(Stored records)
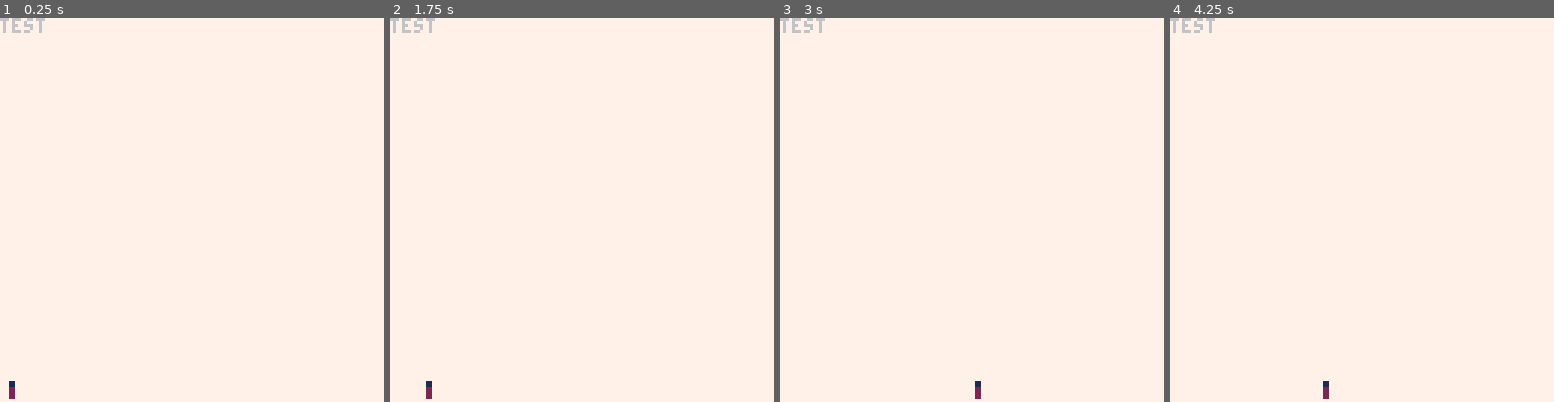
Above: before the commit, frames 1-4 (left to right).
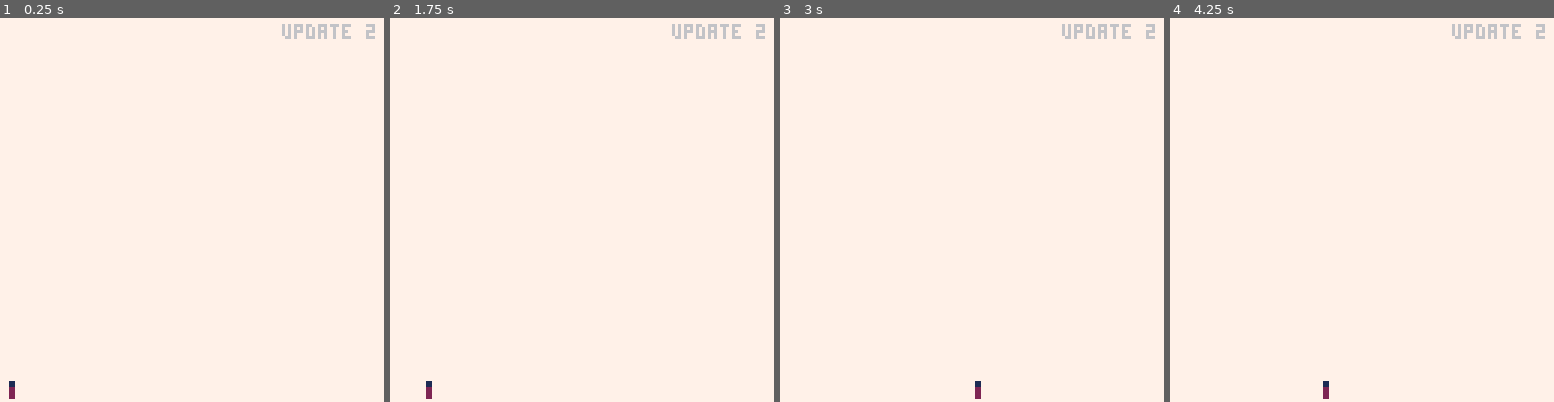
Above: after the commit, the same moments.

Repository: matthiasbruns/pico-8
Game: PICO-8 cartridge getting_started.p8
The game is run twice, just before and just after one commit, with the same random seed, the same clock (stepped at 60 frames per second) and the same inputs.
Inputs:
- Up to frame 1 (0.25 s): no input
- Up to frame 2 (1.75 s): hold Right from 1.6 s (still down)
- Up to frame 3 (3 s): release Right at 2.1 s; hold Right from 2.47 s (still down)
- Up to frame 4 (4.25 s): release Right at 3.03 s; hold Left 3.08-3.58 s; hold Right from 4.02 s (still down)

The runs differ from the first frame. In frame 1, 0.6% of the frame differs, in the area x 0-98%, y 0-6%; in frame 2, 0.6%; in frame 3, 0.6%; in frame 4, 0.6%.

Commit message:
ents added

Diff:
--- a/getting_started.p8
+++ b/getting_started.p8
@@ -1,12 +1,12 @@
 pico-8 cartridge // http://www.pico-8.com
 version 8
 __lua__
-player = {}
-player.x=0
-player.y=120
-player.vx=0
-player.vy=0
-entities={}
+dbg = ""
+ents={}
+
+function update_ents()
+	foreach(ents, update_entity)
+end
 
 function update_entity(entity)
 	entity.x+=entity.vx
@@ -14,36 +14,48 @@
 end
 
 function _init()
- entity = {}
+	dbg = "init"
+	local entity = {}
  entity.x=0
- entity.y=0
+ entity.y=120
  entity.vx=0
  entity.vy=0
-	add(entites, entity)
+ entity.spd=30
+
+	add(ents, entity)
+	add(ents, entity)
+
+	dbg=("ents "..#ents)
+end
+
+function debug(x,y)
+  print(dbg,x,y)
 end
 
 function _draw()
  cls(7)
-
-	print('test')
-	spr(1,player.x,player.y)
+	spr(1,ents[1].x,ents[1].y)
+
+ debug(118 - (#dbg*3), 2)
 end
 
 function _update60()
-	print("update")
-	vx = player.vx
+	dbg = "update "..#ents
+	local vx = ents[1].vx
 
  if btn(0) then
- 	vx = -1
+ 	vx = -ents[1].spd/60
 	elseif btn(1) then
-	 vx = 1
+	 vx = ents[1].spd/60
 	else
 	 vx *= 0.5
  end
 
- player.vx = vx
- player.vy = 0
- update_entity(player)
+	local	entity = ents[1]
+	entity.vx = vx
+	entity.vy = 0
+
+	update_ents()
 end
 __gfx__
 00000000000000000000000000000000000000000000000000000000000000000000000000000000000000000000000000000000000000000000000000000000

◆ **EXERCISE**: Please set the records down again exactly as written. The pictures should not be included.

◆ **SOLUTION TO THIS PROBLEM**:
Above: before the commit, frames 1-4 (left to right).
Above: after the commit, the same moments.

Repository: matthiasbruns/pico-8
Game: PICO-8 cartridge getting_started.p8
The game is run twice, just before and just after one commit, with the same random seed, the same clock (stepped at 60 frames per second) and the same inputs.
Inputs:
- Up to frame 1 (0.25 s): no input
- Up to frame 2 (1.75 s): hold Right from 1.6 s (still down)
- Up to frame 3 (3 s): release Right at 2.1 s; hold Right from 2.47 s (still down)
- Up to frame 4 (4.25 s): release Right at 3.03 s; hold Left 3.08-3.58 s; hold Right from 4.02 s (still down)

The runs differ from the first frame. In frame 1, 0.6% of the frame differs, in the area x 0-98%, y 0-6%; in frame 2, 0.6%; in frame 3, 0.6%; in frame 4, 0.6%.

Commit message:
ents added

Diff:
--- a/getting_started.p8
+++ b/getting_started.p8
@@ -1,12 +1,12 @@
 pico-8 cartridge // http://www.pico-8.com
 version 8
 __lua__
-player = {}
-player.x=0
-player.y=120
-player.vx=0
-player.vy=0
-entities={}
+dbg = ""
+ents={}
+
+function update_ents()
+	foreach(ents, update_entity)
+end
 
 function update_entity(entity)
 	entity.x+=entity.vx
@@ -14,36 +14,48 @@
 end
 
 function _init()
- entity = {}
+	dbg = "init"
+	local entity = {}
  entity.x=0
- entity.y=0
+ entity.y=120
  entity.vx=0
  entity.vy=0
-	add(entites, entity)
+ entity.spd=30
+
+	add(ents, entity)
+	add(ents, entity)
+
+	dbg=("ents "..#ents)
+end
+
+function debug(x,y)
+  print(dbg,x,y)
 end
 
 function _draw()
  cls(7)
-
-	print('test')
-	spr(1,player.x,player.y)
+	spr(1,ents[1].x,ents[1].y)
+
+ debug(118 - (#dbg*3), 2)
 end
 
 function _update60()
-	print("update")
-	vx = player.vx
+	dbg = "update "..#ents
+	local vx = ents[1].vx
 
  if btn(0) then
- 	vx = -1
+ 	vx = -ents[1].spd/60
 	elseif btn(1) then
-	 vx = 1
+	 vx = ents[1].spd/60
 	else
 	 vx *= 0.5
  end
 
- player.vx = vx
- player.vy = 0
- update_entity(player)
+	local	entity = ents[1]
+	entity.vx = vx
+	entity.vy = 0
+
+	update_ents()
 end
 __gfx__
 00000000000000000000000000000000000000000000000000000000000000000000000000000000000000000000000000000000000000000000000000000000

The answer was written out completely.